Do you find the zipper to be convenient? How are the handles length when worn? Also, do you find this to be too structured? I find that my st louis is super casual which I love but am not looking for something more durable and can't decide between anjou and the artois :\


----------



## LadyRacerTRD

I think the Artois has a longer strap drop than the Anjou. I don't have an Anjou but I compared both in store. I think the Artois feels more durable, which is why I went that route. I also like that I can zip it up if I felt like it. I really like the Artois and would add additional colors/sizes to my collection.


----------



## Swanky

I have the Anjou and Artois. 
I do not find the Artois zipper inconvenient, I’ll admit I’m not sure what you mean by that? 
mine is the MM and the handle drop is good, longer than St Louis and Anjou. It is very structured, it’s not pliable and soft, it holds its shape. I carried it as a daily bag for a while but it’s become a travel bag for me now. 

The Anjou is my favorite. Same strap drop as SL. Because it’s leather lined I find it to be perfectly squishy… slightly more structured than SL, but not a structured bag at all. Because it’s reinforced with reversible leather I find it more durable than regular canvas pieces. I’ll be collecting more colors! 



lotusflowerbaum said:


> Do you find the zipper to be convenient? How are the handles length when worn? Also, do you find this to be too structured? I find that my st louis is super casual which I love but am not looking for something more durable and can't decide between anjou and the artois :\


----------



## Lillianlm

lotusflowerbaum said:


> Do you find the zipper to be convenient?

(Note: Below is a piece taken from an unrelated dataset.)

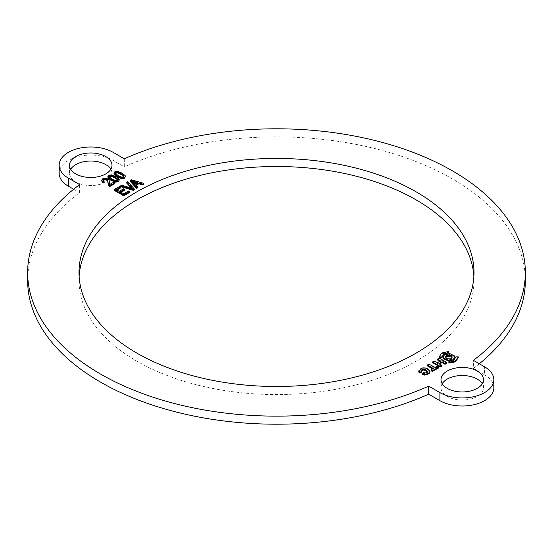 <?xml version="1.0" encoding="UTF-8"?>
<svg xmlns="http://www.w3.org/2000/svg" width="553" height="553" viewBox="0 0 553 553"><rect width="100%" height="100%" fill="white"/><g stroke="black" fill="none" stroke-linecap="round" stroke-linejoin="round"><path stroke-width="0.41" stroke-dasharray="2.77 2.07" d="M107.897 177.209L108.747 176.117L111.499 175.674L116.13 177.451L119.102 179.905L119.102 179.103M119.102 179.905L119.282 180.624M116.13 177.451L116.13 176.649M111.499 175.674L111.499 174.872M108.747 176.117L108.747 175.308M109.66 176.69L109.37 177.783L109.37 176.974M109.238 176.504L109.37 177.783L112.024 179.815L112.024 179.013M117.927 179.718L117.499 181.149L117.499 180.34M112.024 179.815L115.57 181.349L115.57 180.548M115.57 181.349L117.499 181.149M136.114 185.345L135.623 185.635L137.649 187.778M135.623 185.635L135.623 184.826M130.073 181.19L131.172 180.554L143.856 184.197M131.172 180.554L131.172 179.753M131.593 181.467L132.976 182.76L132.976 181.951L131.593 181.467L131.593 180.658M132.976 182.76L134.897 184.868L137.552 183.333L136.639 183.057M137.552 183.333L137.552 182.531M134.897 184.868L134.897 184.059M126.748 183.112L127.798 182.504L134.255 189.741M127.798 182.504L127.798 181.695M120.672 186.617L121.784 185.974L132.679 189.444L131.455 188.22M132.679 189.444L132.679 188.642M121.784 185.974L121.784 185.165M101.683 180.99L102.761 179.566L105.367 178.992L107.8 179.69L109.065 180.969L109.777 184.426M109.549 184.633L109.549 183.824M109.459 183.306L109.459 182.497M109.065 180.969L109.065 180.167M107.8 179.69L107.8 178.889M105.367 178.992L105.367 178.184M102.761 179.566L102.761 178.764M103.688 180.14L103.086 181.059L103.086 180.25M103.086 181.059L104.075 182.124M108.049 183.472L108.049 183.078M109.777 185.234L113.6 183.022L114.727 183.672M113.6 183.022L113.6 182.22M121.1 192.313L120.402 192.714L123.637 194.58L128.414 191.822L129.533 192.465M128.414 191.822L128.414 191.013M123.637 194.58L123.637 193.771M120.402 192.714L120.402 191.905M117.077 189.99L116.379 190.391L119.282 192.064L123.589 189.582L124.708 190.225M123.589 189.582L123.589 188.773M119.282 192.064L119.282 191.262M116.379 190.391L116.379 189.582M114.229 190.336L119.856 187.087L120.976 187.737M119.856 187.087L119.856 186.285M113.946 173.718L114.796 172.619L117.547 172.183L122.178 173.96L125.151 176.414L125.151 175.605M125.151 176.414L125.331 177.133M122.178 173.96L122.178 173.151M117.547 172.183L117.547 171.375M114.796 172.619L114.796 171.817M115.708 173.2L115.418 174.285L115.418 173.483M115.287 173.006L115.418 174.285L118.072 176.324L118.072 175.515M123.983 176.227L123.983 177.036L123.844 176.559L123.547 177.658L123.547 176.849M118.072 176.324L121.625 177.859L121.625 177.05M121.625 177.859L123.547 177.658M439.628 363.971L438.93 364.379L441.647 365.948L441.647 365.139M438.93 364.379L438.93 363.57M437.672 358.98L437.672 359.789L439.435 359.015L446.61 363.162M432.771 361.814L432.771 362.623L434.61 361.883L437.395 363.487L440.478 361.703L439.787 361.303M440.478 361.703L440.478 360.902M437.395 363.487L437.395 362.685M434.61 361.883L434.61 361.074M448.863 361.71L453.501 360.687L455.845 357.66L458.25 357.66M455.845 357.66L455.845 356.865L455.845 357.66M431.257 370.828L433.331 369.314L433.331 368.505M427.504 364.856L427.504 365.664L429.349 364.904L435.163 368.257L437.223 367.068L438.771 367.627L438.771 366.826M437.713 367.019L437.713 366.21M435.163 368.257L435.163 367.448M433.331 369.314L432.633 368.906M422.285 374.54L423.639 373.545L425.9 373.662L427.538 371.955M418.842 372.162L420.992 369.307L422.872 368.678L425.713 368.789L427.365 369.535L429.64 371.049L430.047 372.024M427.365 369.535L427.365 368.733M421.289 370.876L421.51 371.941L421.51 371.139M439.476 357.694L440.402 355.337L442.683 353.602L448.856 352.261L448.856 353.644L446.05 353.989M448.856 352.261L448.856 351.452M442.683 353.602L442.683 352.793M441.826 354.093L441.826 353.291M443.133 357.673L443.762 356.167L449.852 354.418L454.283 356.602L454.601 357.625M451.787 360.535L448.863 360.985M445.614 357.273L446.672 359.125L451.366 358.938L452.112 357.273M124.307 158.801L124.307 166.861L113.102 160.398A31.597 18.242 0 0 0 78.671 156.444A31.597 18.242 0 0 0 59.164 173.296M479.327 363.77A248.85 143.669 0 0 1 473.382 368.402L473.382 360.335M525.35 280.53A248.85 143.669 0 0 0 386.167 151.563A248.85 143.669 0 0 0 124.307 166.861M473.382 368.402L484.587 374.865L484.587 366.805M493.836 387.771A31.597 18.242 0 0 0 484.587 374.865M73.673 189.23L79.618 192.665A248.85 143.669 0 0 0 27.65 280.53M442.186 383.734A21.228 12.256 0 0 0 441.011 387.771A21.228 12.256 0 0 0 462.239 400.026A21.228 12.256 0 0 0 483.467 387.771A21.228 12.256 0 0 0 482.292 383.734M70.708 169.266A21.228 12.256 0 0 0 69.533 173.296A21.228 12.256 0 0 0 90.761 185.552A21.228 12.256 0 0 0 111.989 173.296A21.228 12.256 0 0 0 110.814 169.266M79.12 276.5A197.497 114.029 0 0 0 79.003 280.53A197.497 114.029 0 0 0 276.5 394.559A197.497 114.029 0 0 0 473.997 280.53A197.497 114.029 0 0 0 473.88 276.5M79.618 192.665L79.618 184.598M130.715 188.787L130.715 187.979M446.596 363.148L446.596 362.346M442.642 360.86L442.642 360.058M439.435 359.015L439.435 358.206M438.985 359.028L438.985 358.226M434.07 361.869L434.07 361.061M453.501 360.687L453.501 359.879M431.257 370.51L431.257 369.701M437.223 367.068L437.223 366.259M429.349 364.904L429.349 364.095M429.142 364.835L429.142 364.033M428.838 364.89L428.838 364.081M425.9 373.662L425.9 372.853M424.904 373.676L424.904 372.867M424.842 373.662L424.842 372.853M424.13 373.482L424.13 372.674M423.639 373.545L423.639 372.736M422.333 374.298L422.333 373.496M429.64 371.049L429.64 370.24M428.34 370.095L428.34 369.286M425.713 368.789L425.713 367.987M422.872 368.678L422.872 367.869M420.992 369.307L420.992 368.505M421.227 371.588L421.227 370.786M440.402 355.337L440.402 354.535M454.283 356.602L454.283 355.793M449.852 354.418L449.852 353.616M443.762 356.167L443.762 355.365M443.264 356.982L443.264 356.173M446.548 359.056L446.548 358.247M451.366 358.938L451.366 358.13M446.672 359.125L446.672 358.316M113.102 152.331L113.102 160.398M108.049 182.435L108.049 183.243M421.13 371.277L421.13 370.475M445.538 357.68L445.538 356.872M452.188 357.68L452.188 356.872M483.467 387.771L483.467 379.704M441.011 387.771L441.011 379.704M111.989 173.296L111.989 165.229M69.533 173.296L69.533 165.229M473.997 280.53L473.997 272.47M79.003 280.53L79.003 272.47"/><path stroke-width="0.83" d="M118.432 180.914L115.515 181.336L111.049 179.58L108.077 177.112L107.897 176.4L108.747 175.308L111.499 174.872L116.13 176.649L119.102 179.103L119.282 179.822L118.432 181.723L115.515 182.144L115.515 181.336M109.66 175.889L109.37 176.974L112.024 179.013L115.57 180.548L117.499 180.34L117.796 179.248L115.148 177.209L111.595 175.674L109.66 175.889L109.37 176.974L109.238 176.504M119.282 179.822L118.432 181.723M115.515 182.144L111.049 180.382L108.077 177.921L108.077 177.112M108.077 177.921L107.897 176.4M111.049 180.382L111.049 179.58M117.796 180.057L115.148 178.018L111.595 176.476L111.595 175.674M111.595 176.476L109.66 176.69M115.148 178.018L115.148 177.209M135.623 184.826L137.649 186.976L136.563 187.605L130.073 180.389L131.172 179.753L143.856 183.389L142.681 184.073L138.893 182.932L135.623 184.826M131.593 180.658L134.897 184.059L137.552 182.531L131.593 180.658M130.073 180.389L130.073 181.19L136.563 188.407L137.649 187.778L137.649 186.976M143.856 183.389L143.856 184.197L142.681 184.875L138.893 183.741L136.114 185.345M138.893 183.741L138.893 182.932M142.681 184.875L142.681 184.073M136.563 188.407L136.563 187.605M136.639 183.057L132.948 181.923M127.798 181.695L134.255 188.939L133.19 189.548L120.672 185.808L121.784 185.165L132.679 188.642L126.748 182.303L127.798 181.695M120.672 185.808L120.672 186.617L133.19 190.356L134.255 189.741L134.255 188.939M131.455 188.22L126.748 183.112L126.748 182.303M131.538 188.248L131.538 187.502M133.19 190.356L133.19 189.548M114.727 182.863L114.727 183.672L109.57 186.644L108.464 185.531L107.738 180.458L106.798 179.435L105.188 178.992L103.688 179.338L103.086 180.25L104.075 181.315L102.969 181.813L101.683 180.181L102.761 178.764L105.367 178.184L107.8 178.889L109.065 180.167L109.777 184.426L113.6 182.22L114.727 182.863L109.57 185.836L108.464 184.723L108.049 182.435M104.075 181.315L104.075 182.124L102.969 182.621L101.683 180.99L101.683 180.181M102.969 182.621L102.969 181.813M108.049 183.472L107.738 181.26L106.798 180.237L105.188 179.801L103.688 180.14L103.688 179.338M103.688 180.14L103.086 181.059M105.188 179.801L105.188 178.992M106.798 180.237L106.798 179.435M107.738 181.26L107.738 180.458M108.464 185.531L108.464 184.723M109.57 186.644L109.57 185.836M128.414 191.013L129.533 191.663L123.727 195.015L114.229 189.534L119.856 186.285L120.976 186.928L116.379 189.582L119.282 191.262L123.589 188.773L124.708 189.423L120.402 191.905L123.637 193.771L128.414 191.013M114.229 189.534L114.229 190.336L123.727 195.824L129.533 192.465L129.533 191.663M124.708 189.423L124.708 190.225L121.1 192.313M120.976 186.928L120.976 187.737L117.077 189.99M123.727 195.824L123.727 195.015M124.48 177.423L121.57 177.845L117.098 176.082L114.125 173.621L113.946 172.909L114.796 171.817L117.547 171.375L122.178 173.151L125.151 175.605L125.331 176.324L124.48 178.225L121.57 178.654L121.57 177.845M115.708 172.391L115.418 173.483L118.072 175.515L121.625 177.05L123.547 176.849L123.851 175.757L121.197 173.718L117.651 172.177L115.708 172.391L115.425 173.483M115.287 173.006L115.418 173.483M123.983 176.227L123.851 176.559L121.197 174.52L121.197 173.718M125.331 176.324L124.48 178.225M121.57 178.654L117.098 176.891L114.125 174.43L114.125 173.621M114.125 174.43L113.946 172.909M117.098 176.891L117.098 176.082M121.197 174.52L117.651 172.985L117.651 172.177M117.651 172.985L115.708 173.2M432.771 361.814L432.785 362.92L440.361 366.992L441.633 366.259L441.633 365.45L439.849 366.197L432.785 362.111L434.61 361.074L437.395 362.685L440.478 360.902L437.686 359.284L439.435 358.206L446.61 362.353L444.716 363.342L442.02 361.786L438.93 363.57L441.647 365.139M445.255 363.362L445.255 364.164L446.534 363.432L446.61 362.353M439.787 361.303L437.686 360.093L437.672 358.98M445.255 364.164L442.02 362.595L439.628 363.971M442.02 362.595L442.02 361.786M437.686 360.093L437.686 359.284M448.87 362.291L453.999 361.406L455.624 360.632L458.25 356.858L455.845 356.858L453.501 359.879L448.863 360.902L448.87 363.1L448.863 360.902M458.25 356.858L458.25 357.66L455.879 361.268L453.999 362.215L448.87 363.1M453.999 362.215L453.999 361.406M455.368 361.579L455.368 360.77M455.624 361.434L455.624 360.632M455.879 361.268L455.879 360.466M431.257 369.701L433.331 368.505L427.517 365.153L428.838 364.081L435.163 367.448L437.223 366.259L438.771 366.826L432.75 370.579L431.257 369.701L431.257 370.828L432.225 371.388L432.225 370.579M432.225 371.388L438.743 367.925L438.771 366.826M427.504 364.856L427.517 365.962L432.633 368.906M427.683 372.273L426.674 371.284L426.674 370.475L427.69 371.547M427.683 371.623L425.9 372.853L423.639 372.736L422.285 373.738L424.628 374.284L427.241 373.78L429.183 372.674L430.047 371.222L429.64 370.24L427.365 368.733L425.713 367.987L422.872 367.869L420.992 368.505L418.842 371.36L420.114 372.21L421.49 371.416L421.31 370.047L423.716 369.127L426.674 370.475M422.333 373.496L422.285 374.54L424.628 375.093L424.628 374.284M418.752 370.876L418.842 372.162L418.752 370.876M418.842 372.162L420.114 373.019L421.49 372.224L421.51 371.139M430.047 371.222L429.183 373.475L427.241 374.581L424.628 375.093M426.674 371.284L423.716 369.936L421.289 370.876M446.05 353.989L444.045 354.763L441.882 357.694L441.882 356.885L439.476 356.885L440.402 354.535L442.683 352.793L448.856 351.452L448.856 352.842L444.045 353.955L441.882 356.885L441.882 357.694L439.476 357.694L439.476 356.885M448.856 353.561L448.856 352.842M453.405 359.692L454.601 356.816L453.405 359.692L451.787 360.535M448.863 360.985L443.568 358.932L443.133 356.865L443.762 355.365L449.852 353.616L454.283 355.793L454.601 356.816M443.133 356.865L443.568 358.13L448.566 360.176L453.405 358.883M446.548 358.247L445.538 356.872L446.361 355.607L451.027 355.413L452.188 356.872L451.366 358.13L446.548 358.247M452.112 357.273L451.027 356.222L446.361 356.415L445.614 357.273M493.836 379.704A31.597 18.242 180 0 0 484.587 366.805L473.382 360.335A248.85 143.669 0 0 0 525.35 272.47A248.85 143.669 0 0 0 386.167 143.497A248.85 143.669 0 0 0 124.307 158.801L113.102 152.331A31.597 18.242 180 0 0 78.671 148.377A31.597 18.242 180 0 0 59.164 165.229A31.597 18.242 180 0 0 68.413 178.135L79.618 184.598A248.85 143.669 0 0 0 27.65 272.47A248.85 143.669 0 0 0 166.833 401.437A248.85 143.669 0 0 0 428.693 386.139L439.898 392.602L439.898 400.669A31.597 18.242 0 0 0 474.329 404.623A31.597 18.242 0 0 0 493.836 387.771L493.836 379.704A31.597 18.242 180 0 1 474.329 396.556A31.597 18.242 180 0 1 439.898 392.602M477.253 371.035A21.228 12.256 180 0 1 483.467 379.704A21.228 12.256 180 0 1 462.239 391.959A21.228 12.256 180 0 1 441.011 379.704A21.228 12.256 180 0 1 454.117 368.381A21.228 12.256 180 0 1 477.253 371.035M105.775 156.568A21.228 12.256 180 0 1 111.989 165.229A21.228 12.256 180 0 1 90.761 177.492A21.228 12.256 180 0 1 69.533 165.229A21.228 12.256 180 0 1 82.639 153.907A21.228 12.256 180 0 1 105.775 156.568M416.153 191.843A197.497 114.029 180 0 1 473.997 272.47A197.497 114.029 180 0 1 276.5 386.492A197.497 114.029 180 0 1 79.003 272.47A197.497 114.029 180 0 1 200.919 167.124A197.497 114.029 180 0 1 416.153 191.843M479.327 363.77A248.85 143.669 0 0 0 525.35 280.53L525.35 272.47M439.898 400.669L428.693 394.199A248.85 143.669 0 0 1 166.833 409.503A248.85 143.669 0 0 1 27.65 280.53L27.65 272.47M73.673 189.23L68.413 186.195L68.413 178.135M59.164 165.229L59.164 173.296A31.597 18.242 0 0 0 68.413 186.195M482.292 383.734A21.228 12.256 0 0 0 477.253 379.102A21.228 12.256 0 0 0 442.186 383.734M110.814 169.266A21.228 12.256 0 0 0 105.775 164.628A21.228 12.256 0 0 0 70.708 169.266M473.88 276.5A197.497 114.029 0 0 0 416.153 199.903A197.497 114.029 0 0 0 204.161 174.43A197.497 114.029 0 0 0 79.12 276.5M428.693 386.139L428.693 394.199M134.109 182.283L134.109 181.481M440.361 366.992L440.361 366.183M444.716 364.15L444.716 363.342M446.61 363.162L446.61 362.554M439.849 366.998L439.849 366.197M455.105 361.717L455.105 360.909M432.75 371.388L432.75 370.579M424.718 375.093L424.718 374.284M426.37 374.865L426.37 374.056M427.241 374.581L427.241 373.78M429.183 373.475L429.183 372.674M419.589 372.992L419.589 372.19M419.686 373.047L419.686 372.238M419.851 373.081L419.851 372.273M420.114 373.019L420.114 372.21M421.31 370.856L421.31 370.047M423.716 369.936L423.716 369.127M425.361 370.524L425.361 369.722M444.045 354.763L444.045 353.955M444.453 354.556L444.453 353.747M454.601 357.625L454.601 356.968M443.568 358.932L443.568 358.13M448.566 360.985L448.566 360.176M453.184 359.844L453.184 359.035M446.361 356.415L446.361 355.607M451.027 356.222L451.027 355.413M441.757 366.093L441.757 365.291M446.658 363.252L446.658 362.443M437.575 359.125L437.575 359.934M432.667 361.952L432.667 362.761M431.14 370.669L431.14 369.86M438.868 367.766L438.868 366.957M427.407 365.796L427.407 364.994M422.222 374.45L422.222 373.648M421.58 372.086L421.58 371.284"/></g></svg>

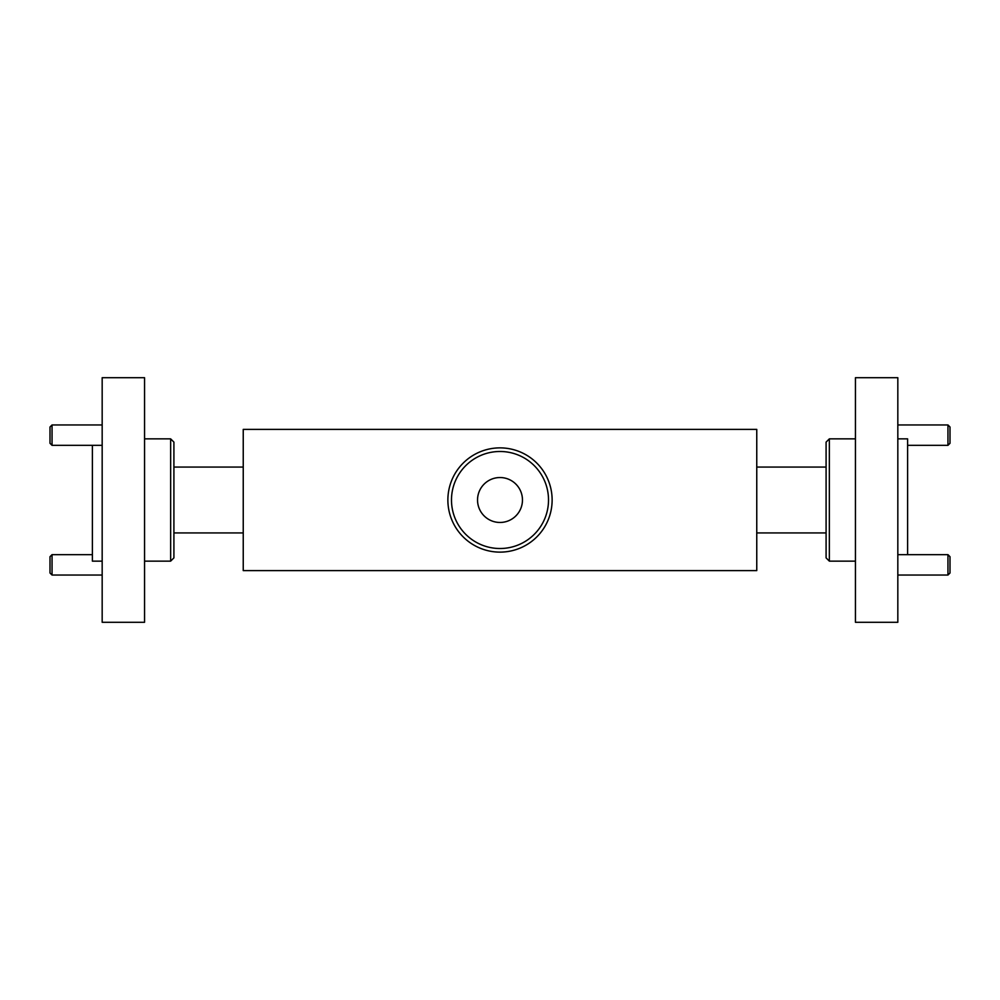 <?xml version="1.0" encoding="UTF-8"?>
<svg xmlns="http://www.w3.org/2000/svg" width="1000" height="1000" viewBox="0 0 1000 1000"><rect width="100%" height="100%" fill="white"/><g stroke="black" fill="none" stroke-linecap="round" stroke-linejoin="round"><path stroke-width="1.5" d="M170.65 438.862L173.912 442.125L173.912 557.875L170.65 561.138L170.65 438.862L144.562 438.862M829.35 561.138L826.087 557.875L826.087 442.125L829.35 438.862L829.35 561.138L855.438 561.138M500 447.875A52.125 52.125 0 0 1 552.125 500A52.125 52.125 0 0 1 500 552.125A52.125 52.125 0 0 1 447.875 500A52.125 52.125 0 0 1 500 447.875M500 451.488A48.513 48.513 0 0 1 548.513 500A48.513 48.513 0 0 1 500 548.513A48.513 48.513 0 0 1 451.488 500A48.513 48.513 0 0 1 500 451.488M500 477.537A22.462 22.462 0 0 1 522.463 500A22.462 22.462 0 0 1 500 522.463A22.462 22.462 0 0 1 477.537 500A22.462 22.462 0 0 1 500 477.537M897.825 438.862L907.613 438.862L907.613 554.663M855.438 500L855.438 622.288L897.825 622.288L897.825 377.713L855.438 377.713L855.438 500M102.175 500L102.175 622.288L144.562 622.288L144.562 377.713L102.175 377.713L102.175 500M92.387 445.337L92.387 561.138L102.175 561.138M173.912 467.062L243.238 467.062M243.238 532.938L173.912 532.938M756.762 467.062L826.087 467.062M826.087 532.938L756.762 532.938M243.238 429.387L243.238 570.612L756.762 570.612L756.762 429.387L243.238 429.387M52.038 575.037L50 573L50 556.7L52.038 554.663L52.038 575.037L102.175 575.037M52.038 554.663L92.387 554.663M52.038 445.337L50 443.3L50 427L52.038 424.963L52.038 445.337L102.175 445.337M950 427L950 443.3L947.962 445.337L947.962 424.963L950 427M950 556.7L950 573L947.962 575.037L947.962 554.663L950 556.7M897.825 575.037L947.962 575.037M897.825 554.663L947.962 554.663M144.562 561.138L170.65 561.138M829.35 438.862L855.438 438.862M52.038 424.963L102.175 424.963M897.825 424.963L947.962 424.963M907.613 445.337L947.962 445.337"/></g></svg>

How are the handles length when worn? Also, do you find this to be too structured? I find that my st louis is super casual which I love but am not looking for something more durable and can't decide between anjou and the artois :\



Personally, I would never buy a bag that I’d use frequently without a zipper because I worry about pickpockets. As a bit of background, I the up in NYC in the 1970s, and although I don’t live there anymore, I’m still very security conscious. But that’s just me. The handle drop of the MM is generous and I can wear the bag with a coat as well. The bag IS structured, so I think that if you love everything about the SL but want more durability, the Anjou would be the right one. Good luck!


----------



## beesknees2

I've had my Artois MM since 2019 and use it several times a week for work and traveling. I don't baby my bags, and this has held up extremely well! It's one of my best purchases. I'm petite but don't feel like the bag overwhelms my frame.


----------



## a_b_c

I was in Paris the last week of July looking for a second Artois (have MM, hoping to get the smaller size). Was told not a single Artois was available, no sizes or colors and apparently they’d been in limited stock for a while. He also mentioned he had no concrete idea when more would become available. I checked again this week, Artois are still very limited! Sorry if this is OT to the thread, just found it amazing. Not sure if this is just France or worldwide…


----------



## Lillianlm

a_b_c said:


> I was in Paris the last week of July looking for a second Artois (have MM, hoping to get the smaller size). Was told not a single Artois was available, no sizes or colors and apparently they’d been in limited stock for a while. He also mentioned he had no concrete idea when more would become available. I checked again this week, Artois are still very limited! Sorry if this is OT to the thread, just found it amazing. Not sure if this is just France or worldwide…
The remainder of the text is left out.